Who watches the poll watchers?
To suggest that is a troubling circumstance is a serious understatement. For a half-decade or more, Republican-controlled states from Georgia to Alaska have been piling up rules that effectively make it more difficult for minorities and the poor to cast a ballot, chiefly through strict voter ID laws and registration requirements. This year, there are 14 states using more restrictive voting laws for the first time (and there would be more if federal courts hadn't recently tossed out several of these discriminatory laws as unconstitutional).
Many of these states are taking advantage of the 5-4 Shelby County v. Holder Supreme Court ruling in 2013 that reduced election oversight under the 1965 Voting Rights Act. And here's where the other shoe drops: As a result of that decision, the Justice Department does not have authority to staff these at-risk polling places with trained observers who can spot, and potentially intervene against, discriminatory behavior.
The GOP-controlled Congress could, of course, pass a law authorizing such observers, but the chances of that are somewhere between zero and none. Instead, what's more likely to happen is that the Justice Department will dispatch observers to a handful of states now authorized (primarily by judicial order) instead of the 23 that were staffed in 2012. Authorities are free to send people to monitor election results, but they will have no special access to the inside of polling places where they might actually witness civil rights violations.

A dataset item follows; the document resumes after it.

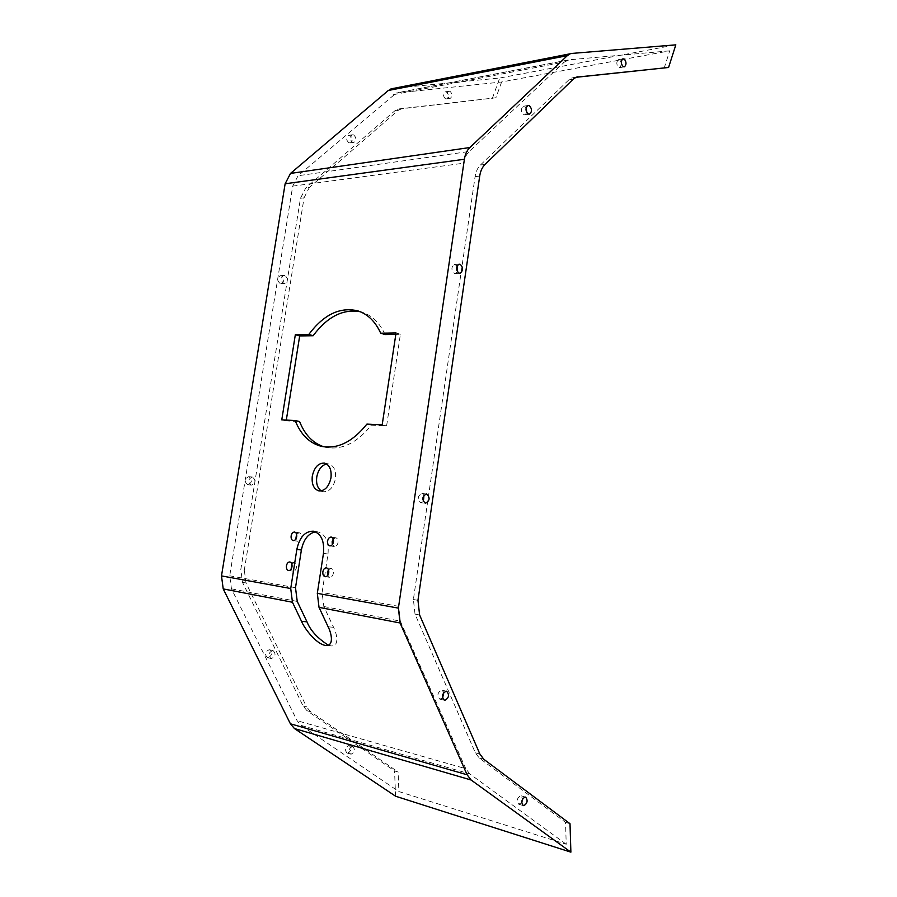 <?xml version="1.0" encoding="UTF-8"?>
<svg xmlns="http://www.w3.org/2000/svg" width="897" height="897" viewBox="0 0 897 897"><rect width="100%" height="100%" fill="white"/><g stroke="black" fill="none" stroke-linecap="round" stroke-linejoin="round"><path stroke-width="0.67" stroke-dasharray="4.49 3.36" d="M333.247 539.019L335.77 537.774C337.496 538.301 338.247 539.904 338.023 542.573C337.429 545.219 336.218 546.542 334.39 546.542L332.361 544.614M328.481 569.752L330.982 568.44C332.765 568.967 333.538 570.604 333.314 573.351C332.742 575.952 331.554 577.264 329.771 577.298L327.708 575.403M291.861 564.045L294.384 562.542C296.066 563.047 296.795 564.628 296.559 567.296C295.999 569.83 294.866 571.109 293.173 571.142L291.144 569.057M296.582 534.175L299.127 532.74C300.764 533.244 301.459 534.803 301.224 537.393C300.652 539.972 299.497 541.261 297.759 541.272L295.786 539.142M347.632 753.121L346.96 752.998C344.605 749.948 345.199 747.47 348.765 745.542L349.415 745.654C351.803 748.681 351.209 751.17 347.632 753.121M352.308 746.573C348.731 748.502 348.137 751.002 350.492 754.052L351.164 754.175C354.741 752.213 355.335 749.724 352.947 746.685L352.308 746.573M521.718 802.602L518.713 804.205C516.392 800.875 516.997 798.038 520.54 795.729L522.704 798.767M267.911 657.703L267.396 657.613C264.458 654.339 265.041 651.715 269.156 649.731L269.638 649.82C272.598 653.072 272.026 655.696 267.911 657.703M272.677 650.56C268.562 652.545 267.979 655.18 270.916 658.465L271.421 658.555C275.547 656.537 276.119 653.902 273.159 650.639L272.677 650.56M442.569 698.068L439.788 699.122C436.85 695.489 437.456 692.484 441.604 690.107L443.869 692.327M247.684 484.716C244.119 481.566 244.444 478.886 248.671 476.688L248.974 476.722C252.539 479.906 252.192 482.586 247.942 484.75L247.684 484.716M252.494 477.069L252.203 477.025C247.964 479.233 247.639 481.913 251.205 485.086L251.463 485.12C255.712 482.945 256.06 480.254 252.494 477.069M423.35 501.591L420.727 502.701C417.127 499.158 417.475 496.097 421.758 493.529L424.001 495.144M280.144 283.508C276.938 280.705 276.938 278.104 280.156 275.704L281.389 275.783C284.584 278.608 284.573 281.21 281.333 283.587L280.144 283.508M284.943 275.547L283.71 275.469C280.492 277.879 280.492 280.492 283.699 283.306L284.887 283.385C288.128 280.996 288.15 278.384 284.943 275.547M457.436 271.858L455.519 273.473L454.319 273.372C451.113 270.154 451.124 267.183 454.364 264.48L457.066 265.804M348.899 142.802C346.13 140.19 345.984 137.723 348.485 135.402L350.054 135.492C352.824 138.127 352.958 140.582 350.447 142.892L348.899 142.802M353.642 134.898L352.073 134.808C349.572 137.129 349.718 139.607 352.487 142.219L354.035 142.309C356.546 140.01 356.412 137.533 353.642 134.898M526.786 112.506L525.104 114.816L523.579 114.681C520.832 111.665 520.708 108.873 523.198 106.294L524.745 106.44L526.113 107.853M445.45 98.782C443.051 96.293 442.927 93.994 445.08 91.875L446.459 91.999C448.859 94.51 448.971 96.809 446.818 98.905L445.45 98.782M450.047 91.337L448.668 91.214C446.515 93.322 446.639 95.631 449.038 98.132L450.395 98.255C452.559 96.158 452.447 93.849 450.047 91.337M621.543 64.068L619.984 67.611L618.661 67.443C616.329 64.584 616.228 61.994 618.336 59.684L619.681 59.852L621.307 62.398M321.227 490.883L323.391 491.724C329.401 491.848 333.426 487.508 335.456 478.706C336.196 470.667 334.032 465.767 328.941 464.007L326.62 463.973M324.052 446.841L326.25 447.401C342.105 450.249 357.129 442.838 371.336 425.167L386.607 425.929L400.387 334.289L395.812 334.368M385.071 334.547C379.711 322.965 372.165 315.565 362.455 312.347L360.258 311.73M286.311 420.088L286.188 420.872L299.587 421.545M328.38 645.201L331.363 645.93C339.728 646.266 336.835 633.54 333.561 627.295L323.828 606.507L322.101 592.502L328.01 554.021C329.064 541.676 325.678 534.298 317.863 531.887L315.553 531.831M664.139 68.25L669.723 50.826L501.614 81.997L396.272 93.03L298.084 175.734L292.702 186.128L229.733 575.807L231.46 588.847L297.12 720.695L301.112 725.415L398.885 791.558L566.22 844.245L565.547 822.381L570.01 823.715M292.702 186.128L463.783 163.187L398.616 606.327L322.101 592.502M323.828 606.507L400.32 621.128L398.616 606.327M301.112 725.415L469.748 773.864L566.22 844.245M572.095 53.405L393.144 88.377L499.73 78.017L675.822 44.85M669.723 50.826L569.113 59.807L398.369 92.537M393.581 94.645L564.381 62.05L469.221 151.492L298.084 175.734M400.32 621.128L465.778 768.684L297.12 720.695M501.614 81.997L495.918 97.762L397.494 109.288L394.568 111.026L305.754 187.978L300.484 198.271L240.811 569.505L242.482 582.344L303.085 705.973L307.054 710.738L394.557 770.927L398.1 771.992L398.885 791.558M495.918 97.762L399.367 108.862M394.568 111.026L398.156 110.387L309.33 187.507L305.754 187.978M300.484 198.271L304.049 197.833L244.32 570.111L240.811 569.505M242.482 582.344L246.002 582.994L306.617 706.937L303.085 705.973M307.054 710.738L310.586 711.702L398.1 771.992M492.341 98.39L499.73 78.017M395.588 796.222L394.557 770.927M310.586 711.702L306.617 706.937M246.002 582.994L244.32 570.111M304.049 197.833L309.33 187.507M398.156 110.387L402.955 108.212M575.941 77.31L571.692 78.005L568.81 79.889L480.411 165.048C477.641 167.795 475.87 171.663 475.085 176.653L413.394 599.521L415.031 614.131L475.32 752.774L479.256 758.021L565.547 822.381M469.748 773.864L465.778 768.684M463.783 163.187C464.579 158.13 466.395 154.239 469.221 151.492M564.381 62.05L569.113 59.807M396.037 332.933L400.387 334.289M281.77 419.863L286.188 420.872M366.907 424.102L371.336 425.167M382.178 424.864L386.607 425.929M295.505 587.703L229.733 575.807M231.46 588.847L297.243 601.427M479.256 758.021L483.797 759.266M415.031 614.131L419.605 614.972M479.861 754.007L475.32 752.774M475.085 176.653L479.704 176.081M417.968 600.317L413.394 599.521M568.81 79.889L573.374 79.071M485.019 164.443L480.411 165.048M577.04 76.929L573.531 77.557M323.469 553.382L328.01 554.021M328.123 626.801L333.561 627.295M329.849 545.881L334.39 546.542M325.207 576.726L329.771 577.298M288.621 570.57L293.173 571.142M293.241 540.599L297.759 541.272M350.492 754.052L346.96 752.998M523.22 805.551L518.713 804.205M270.916 658.465L267.396 657.613M444.351 700.221L439.788 699.122M252.203 477.025L248.671 476.688M426.344 493.978L421.758 493.529M283.71 275.469L280.156 275.704M458.972 264.189L454.364 264.48M352.073 134.808L348.485 135.402M527.795 105.532L523.198 106.294M448.668 91.214L445.08 91.875M622.843 58.843L618.336 59.684M318.906 490.894L323.391 491.724M571.692 78.005L576.255 77.187M401.082 108.649L397.494 109.288M567.039 60.312L396.272 93.03M313.345 531.181L317.863 531.887M325.947 645.515L331.363 645.93M324.479 463.099L328.941 464.007M358.116 310.956L362.455 312.347M321.81 446.437L326.25 447.401M624.009 66.883L619.984 67.611M450.395 98.255L446.818 98.905M529.039 114.177L525.104 114.816M354.035 142.309L350.447 142.892M459.522 273.237L455.519 273.473M284.887 283.385L281.333 283.587M425.425 503.206L420.985 502.746M251.463 485.12L247.942 484.75M446.403 691.206L442.075 690.197M273.159 650.639L269.638 649.82M525.418 797.074L521.179 795.83M352.947 746.685L349.415 745.654M294.608 532.044L299.127 532.74M289.843 561.948L294.384 562.542M326.43 567.846L330.982 568.44M331.24 537.068L335.77 537.774"/><path stroke-width="1.35" d="M332.361 544.614L332.125 541.743L333.247 539.019M333.482 541.889C332.888 544.546 331.677 545.869 329.849 545.881C328.111 545.354 327.36 543.739 327.596 541.059C328.19 538.402 329.401 537.068 331.24 537.068C332.966 537.606 333.718 539.209 333.482 541.889M327.708 575.403L327.427 572.387L328.481 569.752M328.75 572.768C328.179 575.369 327.001 576.693 325.207 576.726C323.413 576.199 322.628 574.562 322.864 571.793C323.436 569.191 324.624 567.868 326.43 567.846C328.201 568.362 328.986 570.01 328.75 572.768M291.144 569.057L291.861 564.045M292.007 566.713C291.447 569.247 290.314 570.537 288.621 570.57C286.928 570.066 286.21 568.485 286.446 565.794C287.006 563.26 288.139 561.971 289.843 561.948C291.525 562.441 292.243 564.034 292.007 566.713M295.786 539.142L296.582 534.175M296.705 536.709C296.122 539.299 294.967 540.588 293.241 540.599C291.592 540.095 290.897 538.536 291.133 535.924C291.716 533.345 292.87 532.056 294.608 532.044C296.245 532.549 296.941 534.107 296.705 536.709M523.893 805.663L523.22 805.551C520.899 802.21 521.505 799.373 525.048 797.041L525.687 797.153C528.03 800.472 527.425 803.308 523.893 805.663M444.867 700.31L444.351 700.221C441.414 696.577 442.019 693.572 446.157 691.183L446.639 691.262C449.599 694.861 449.005 697.888 444.867 700.31M425.313 503.183C421.725 499.618 422.072 496.557 426.344 493.978L426.647 494.023C430.224 497.611 429.865 500.683 425.57 503.217L425.313 503.183M458.916 273.103C455.721 269.874 455.732 266.902 458.972 264.189L460.206 264.29C463.401 267.541 463.379 270.513 460.116 273.204L458.916 273.103M528.165 113.941C525.429 110.914 525.306 108.111 527.795 105.532L529.342 105.667C532.078 108.716 532.19 111.52 529.69 114.076L528.165 113.941M623.168 66.625C620.847 63.754 620.746 61.153 622.843 58.843L624.189 59.011C626.51 61.904 626.611 64.494 624.503 66.793L623.168 66.625M326.62 463.973C321.552 465.341 318.267 469.669 316.764 476.98C315.991 483.528 317.482 488.159 321.227 490.883M330.982 477.832C328.941 486.667 324.916 491.018 318.906 490.894C313.715 489.157 311.517 484.223 312.291 476.105C314.342 467.236 318.401 462.897 324.479 463.099C329.569 464.848 331.733 469.759 330.982 477.832M395.812 334.368L385.071 334.547L380.72 333.202L396.037 332.933L382.178 424.864L366.907 424.102C352.678 441.84 337.653 449.285 321.81 446.437C309.689 443.432 300.809 434.787 295.169 420.525L281.77 419.863L295.337 334.682L308.781 334.458C323.817 314.399 340.255 306.561 358.116 310.956C367.826 314.174 375.361 321.586 380.72 333.202M360.258 311.73C343.046 308.703 327.338 316.697 313.131 335.725L299.676 335.949L286.311 420.088M295.169 420.525L299.587 421.545C304.834 434.821 312.986 443.253 324.052 446.841M315.553 531.831C308.276 533.39 303.556 539.445 301.381 550.018L295.505 587.703L297.243 601.427L306.976 621.823C310.452 630.513 317.594 638.305 328.38 645.201M319.029 607.37L317.314 593.354L398.391 608.121L400.084 622.978L319.029 607.37L328.123 626.801C331.408 633.069 334.312 645.851 325.947 645.515C316.114 644.382 304.005 627.732 301.538 621.329L292.456 602.246L223.218 588.914L221.492 575.908L285.134 183.773L290.516 173.413L388.3 90.485L393.144 88.377M294.44 728.543L395.588 796.222L570.884 852.15L471.116 780.009L294.44 728.543L290.404 723.789L223.218 588.914M290.404 723.789L467.102 774.761L400.084 622.978M221.492 575.908L290.729 588.522L296.851 549.379C299.553 537.247 305.047 531.181 313.345 531.181C321.16 533.603 324.535 541.003 323.469 553.382L317.314 593.354M398.391 608.121L464.399 159.262L285.134 183.773M290.516 173.413L469.849 147.534L567.319 55.659L388.3 90.485M390.957 88.893L572.095 53.405L675.822 44.85L668.59 67.466L575.941 77.31M522.704 798.767L521.718 802.602M443.869 692.327L442.569 698.068M424.001 495.144L423.35 501.591M457.066 265.804L457.436 271.858M526.113 107.853L526.786 112.506M621.307 62.398L621.543 64.068M668.59 67.466L576.255 77.187L573.374 79.071L485.019 164.443C482.25 167.201 480.478 171.08 479.704 176.081L417.968 600.317L419.605 614.972L479.861 754.007L483.797 759.266L570.01 823.715L570.884 852.15M569.943 53.932L567.319 55.659M469.849 147.534C467.012 150.292 465.195 154.194 464.399 159.262M467.102 774.761L471.116 780.009M290.729 588.522L292.456 602.246M308.781 334.458L313.131 335.725M295.337 334.682L299.676 335.949M578.094 76.738L577.04 76.929M296.851 549.379L301.381 550.018M301.538 621.329L306.976 621.823M529.69 114.076L529.039 114.177M460.116 273.204L459.522 273.237"/></g></svg>

What makes this situation particularly worrisome is that Donald Trump has already called on his supporters to act as poll watchers. Particularly in the Deep South, poll watchers have often amounted to volunteers who gather around polling places in numbers to aggressively intimidate poor and minority voters. Observing is one thing, harassment is another — and states are often ill-prepared to police the practice themselves.
Of course, Trump supporters will counter that they are there to guard against voter fraud, but as study after study has documented, the notion that prospective voters will misrepresent themselves and cast a ballot as someone they are not is minuscule at most. Strict photo ID laws serve primarily to discourage voting, not to protect its integrity.
With no need for federal pre-clearance of election laws mandated by the Civil Rights Act, at least nine states have produced rules likely to decrease voter participation. Even if Hillary Clinton defeats Donald Trump on Nov. 8, the likelihood of a disputed down-ballot election result now appears high.